Quote:But even if you outlaw guns and then confiscate them without incident how does that stop things like this from happening
A "lone wolf" with ties to a major terrorist organization that's motivated enough to make it happen will probably find a way to do so. That's just a reality of the situation.
Outlawing guns isn't the answer either. Americans have a right to own them, and while I don't know the exact numbers, it's safe to say that the overwhelming majority of people who buy guns are not intending to use them to harm other human beings. My thoughts get convoluted from there, with restrictions on the types of weapons allowed, magazine size, ammunition stored, outlawing of weapons that fire repeatedly with a single pull of the trigger, licensing of all gun owners and registration of all guns, and additional background checks that go above and beyond criminal history to include association with known criminals, social media history, immigration status and country of origin (yes, profiling), etc. I don't think it's unreasonable to ask that gun owners give up a little bit of their privacy so that the government can make sure it isn't about to award a .30-06 rifle or a 12-gauge shotgun to someone who runs a white power blog or an ISIS-sympathetic Twitter.
The second part would be making it a felony to possess an unregistered gun, an illegal/illegally modified gun or a gun not registered to you without the owner present. I will never support warrantless searches of persons or property, nor will I ever support suspicionless stops to search a person for concealed firearms (or for any reason, actually), but open carry should be reason enough for an officer to stop you, ask to see your firearm and your license, then cross-check that gun to your name in the registry and make sure that it's yours and it's legal before sending you on your way.
I will never support seizure of weapons without cause. What is cause? Evidence that the person possessing the gun is a clear and present danger to those around them would be one. An illegal weapon or a weapon modified to be made illegal is another. Possessing someone else's gun or an unregistered weapon would be a third. There aren't a ton of circumstance that would fall into this category, and that's by design. It goes without saying that any legislation like this that goes into effect would absolutely have to be accompanied by legislation guaranteeing that a gun registry will be used solely to track, not to confiscate. That might even require a Constitutional amendment to guarantee. Under no circumstances should legislation designed to make it harder for the bad guys to get or keep guns be allowed to open a back door for the Nancy Pelosis (Pelosii?) of the world to confiscate the firearms of law-abiding citizens.
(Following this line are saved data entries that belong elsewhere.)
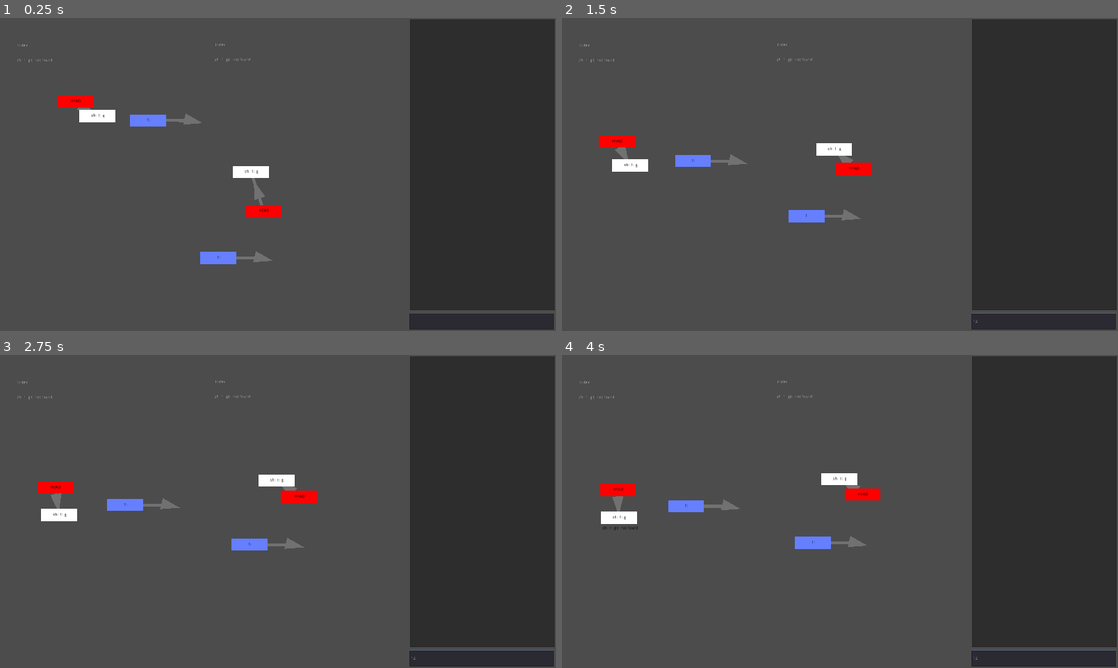
Above: before the commit, frames 1-4 (two rows, left to right).
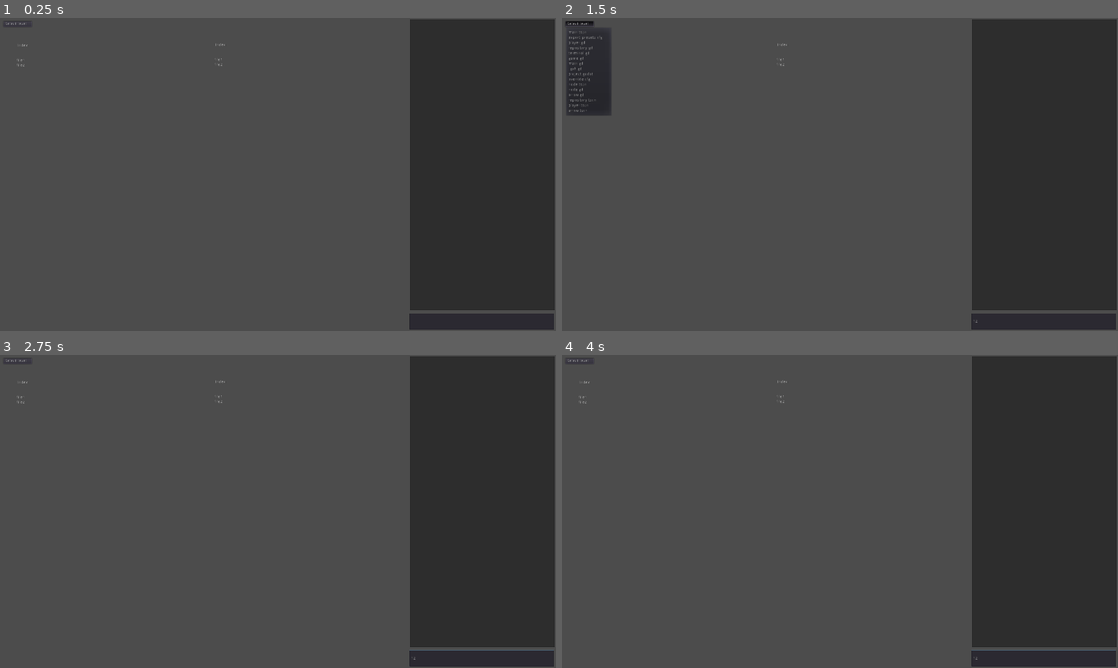
Above: after the commit, the same moments.

Repository: git-learning-game/oh-my-git
Game: Godot game, scene res://main.tscn
Two runs of this game, one before a commit and one after it. Both use one fixed random seed, a clock stepped at 60 frames per second and the inputs below.
Inputs (mouse positions are in pixels of both pictures, inside the frame that each line leads up to):
- Up to frame 1 (0.25 s): no input
- Up to frame 2 (1.5 s): click (1045, 321) at 0.52 s; type "12" at 0.6 s; click (578, 24) at 1.25 s, where only the run after the commit has a clickable "Select level..."
- Up to frame 3 (2.75 s): move the mouse to (55, 483) at 2.02 s; hold Right (right) from 2.03 s (still down); click (55, 483) at 2.1 s
- Up to frame 4 (4 s): move the mouse to (689, 505) at 2.77 s; release Right (right) at 2.78 s; hold Down (down) 2.78-3.53 s; click (689, 505) at 2.85 s; move the mouse to (617, 517) at 3.52 s; hold Right (right) from 3.53 s (still down); click (617, 517) at 3.6 s

The runs differ from the first frame. In frame 1, 1.8% of the frame differs, in the area x 1-51%, y 0-79%; in frame 2, 3.9%, in the area x 0-100%, y 0-95%; in frame 3, 1.8%; in frame 4, 1.8%.
Error before the commit: Invalid get index 'sh:' (on base: 'Dictionary'). (res://node.gd:17)

Commit message:
Use scripts to create levels, add level selector

Diff:
--- a/game.gd
+++ b/game.gd
@@ -31,8 +31,36 @@
 	savegame.close()
 	return true
 
+# Run a simple command given as a string, blocking, using execute.
 func run(command):
+	print("run: "+command)
 	var output = []
 	OS.execute(command, [], true, output, true)
 	# Remove trailing newline.
 	return output[0].substr(0,len(output[0])-1)
+
+func sh(command, wd="/tmp/"):
+	print("sh in "+wd+": "+command)
+	var cwd = game.run("pwd")
+	var output = []
+
+	var hacky_command = command
+	hacky_command = "cd '"+wd+"';"+hacky_command
+	hacky_command = "export EDITOR=fake-editor;"+hacky_command
+	hacky_command = "export PATH=\"$PATH\":"+cwd+"/scripts;"+hacky_command
+	OS.execute("/bin/sh", ["-c",  hacky_command], true, output, true)
+	return output[0]
+
+func read_file(path):
+	var file = File.new()
+	file.open(path, File.READ)
+	var content = file.get_as_text()
+	file.close()
+	return content
+
+func write_file(path, content):
+	var file = File.new()
+	file.open(path, File.WRITE)
+	file.store_string(content)
+	file.close()
+	return true
--- a/main.gd
+++ b/main.gd
@@ -6,20 +6,62 @@
 var client_connection
 
 func _ready():
-	var level = "first"
-	var goal_repository_path = "goal"
-	var start_repository_path = "start"
-	var active_repository_path = "active"
-	var active_prefix = "/tmp/"
-	var levels_prefix = game.run("pwd")+"/levels/"+level+"/"
+	# Initialize level select.
+	var options = $LevelSelect.get_popup()
+	for level in list_levels():
+		options.add_item(level)
+	options.connect("id_pressed", self, "load_level")
 
-	OS.execute("rm", ["-r", active_prefix+active_repository_path], true)
-	OS.execute("cp", ["-ra", levels_prefix+start_repository_path, active_prefix+active_repository_path], true)
-	$GoalRepository.path = levels_prefix+goal_repository_path
-	$ActiveRepository.path = active_prefix+active_repository_path
-
+	# Initialize TCP server for fake editor.
 	server = TCP_Server.new()
 	server.listen(1234)
+
+func list_levels():
+	var levels = []
+	var dir = Directory.new()
+	dir.open("levels")
+	dir.list_dir_begin()
+
+	while true:
+		var file = dir.get_next()
+		if file == "":
+			break
+		elif not file.begins_with("."):
+			levels.append(file)
+
+	dir.list_dir_end()
+	return levels
+
+func load_level(id):
+	var levels = list_levels()
+
+	var level = levels[id]
+	var cwd = game.run("pwd")
+	var tmp_prefix = "/tmp/"
+	var level_prefix = cwd+"/levels/"
+
+	var goal_repository_path = tmp_prefix+"goal/"
+	var active_repository_path = tmp_prefix+"active/"
+	var goal_script = level_prefix+level+"/goal"
+	var active_script = level_prefix+level+"/start"
+
+	OS.execute("rm", ["-r", active_repository_path], true)
+	OS.execute("rm", ["-r", goal_repository_path], true)
+	construct_repo(goal_script, goal_repository_path)
+	construct_repo(active_script, active_repository_path)
+
+	$GoalRepository.path = goal_repository_path
+	$ActiveRepository.path = active_repository_path
+
+func construct_repo(script, path):
+	print(path)
+	game.sh("mkdir "+path)
+	game.sh("git init", path)
+	var commands = game.read_file(script).split("\n")
+	print(commands)
+	for command in commands:
+		print(command)
+		game.sh(command, path)
 
 func _process(delta):
 	if server.is_connection_available():
@@ -50,20 +92,10 @@
 func read_commit_message():
 	$CommitMessage.show()
 	$Terminal/Input.editable = false
-	var file_path = "/tmp/githydragit/.git/COMMIT_EDITMSG"
-	var file = File.new()
-	file.open(file_path, File.READ)
-	var content = file.get_as_text()
-	file.close()
-	$CommitMessage.text = content
+	$CommitMessage.text = game.read_file("/tmp/githydragit/.git/COMMIT_EDITMSG")
 
 func save_commit_message():
-	var file = File.new()
-	var file_path = "/tmp/githydragit/.git/COMMIT_EDITMSG"
-	file.open(file_path, File.WRITE)
-	var content = $CommitMessage.text
-	file.store_string(content)
-	file.close()
+	game.write_file("/tmp/githydragit/.git/COMMIT_EDITMSG", $CommitMessage.text)
 	print("disconnect")
 	client_connection.disconnect_from_host()
 	$Terminal/Input.editable = true
--- a/main.tscn
+++ b/main.tscn
@@ -57,5 +57,16 @@
 [node name="ActiveRepository" parent="." instance=ExtResource( 3 )]
 position = Vector2( 704.399, 17.2594 )
 size = Vector2( 500, 1000 )
+
+[node name="LevelSelect" type="MenuButton" parent="."]
+margin_left = 11.5584
+margin_top = 11.1303
+margin_right = 109.558
+margin_bottom = 31.1303
+text = "Select level..."
+flat = false
+__meta__ = {
+"_edit_use_anchors_": false
+}
 [connection signal="text_entered" from="Terminal/Input" to="Terminal" method="send_command"]
 [connection signal="pressed" from="CommitMessage/Button" to="." method="save_commit_message"]
--- a/repository.gd
+++ b/repository.gd
@@ -10,14 +10,20 @@
 
 func _process(delta):
 	if path:
-		update_head()
-		update_refs()
-		update_index()
-		update_objects()
-		apply_forces()
+		update_everything()
+
+func update_everything():
+	update_head()
+	update_refs()
+	update_index()
+	update_objects()
+	apply_forces()
 
 func set_path(new_path):
 	path = new_path
+	for o in objects.values():
+		o.queue_free()
+	objects = {}
 
 func get_path():
 	return path
@@ -126,6 +132,16 @@
 		add_child(n)
 	var n = objects["HEAD"]
 	n.children = {symref_target("HEAD"): ""}
+	if not objects.has(symref_target("HEAD")):
+		var n2 = node.instance()
+		var r = symref_target("HEAD")
+		n2.id = r
+		n2.type = "ref"
+		n2.content = ""
+		n2.repository = self
+		n2.position = random_position()
+		objects[r] = n2
+		add_child(n2)
 
 func all_objects():
 	return git("cat-file --batch-check=%(objectname) --batch-all-objects", true)
--- a/terminal.gd
+++ b/terminal.gd
@@ -7,15 +7,8 @@
 	thread.start(self, "run_command_in_a_thread", command)
 
 func run_command_in_a_thread(command):
-	var cwd = game.run("pwd")
-	var output = []
-
-	var hacky_command = command
-	hacky_command = "cd /tmp/githydragit;"+hacky_command
-	hacky_command = "export EDITOR=fake-editor;"+hacky_command
-	hacky_command = "export PATH=\"$PATH\":"+cwd+"/scripts;"+hacky_command
-	OS.execute("/bin/sh", ["-c",  hacky_command], true, output, true)
+	var output = game.sh(command, "/tmp/active")
 
 	$Input.text = ""
-	$Output.text = $Output.text + "$ " + command + "\n" + output[0]
+	$Output.text = $Output.text + "$ " + command + "\n" + output
 	$Output.scroll_vertical = 999999
Not shown, added: levels/blobs/goal
Not shown, added: levels/blobs/start
Not shown, added: levels/first/goal
Not shown, added: levels/first/start

Like I said, I know I'll drive some here crazy and up a wall with that answer, but it really is the best I've got. Good news I'm not a lawmaker then, huh? "Do nothing because the system wouldn't have prevented this anyway," loses its sincerity after a while. If the system wouldn't have prevented the murder of five members of the US Military, or nine churchgoers, or twenty-something kids or twelve people in a movie theater, do we continue to sit around with our thumbs up our butts insisting that additional legislation isn't the answer because the legislation we have isn't working anyway? Or is it time to make it easier to catch the bad guys and lock them away, thus preventing them from making the attacks in the first place?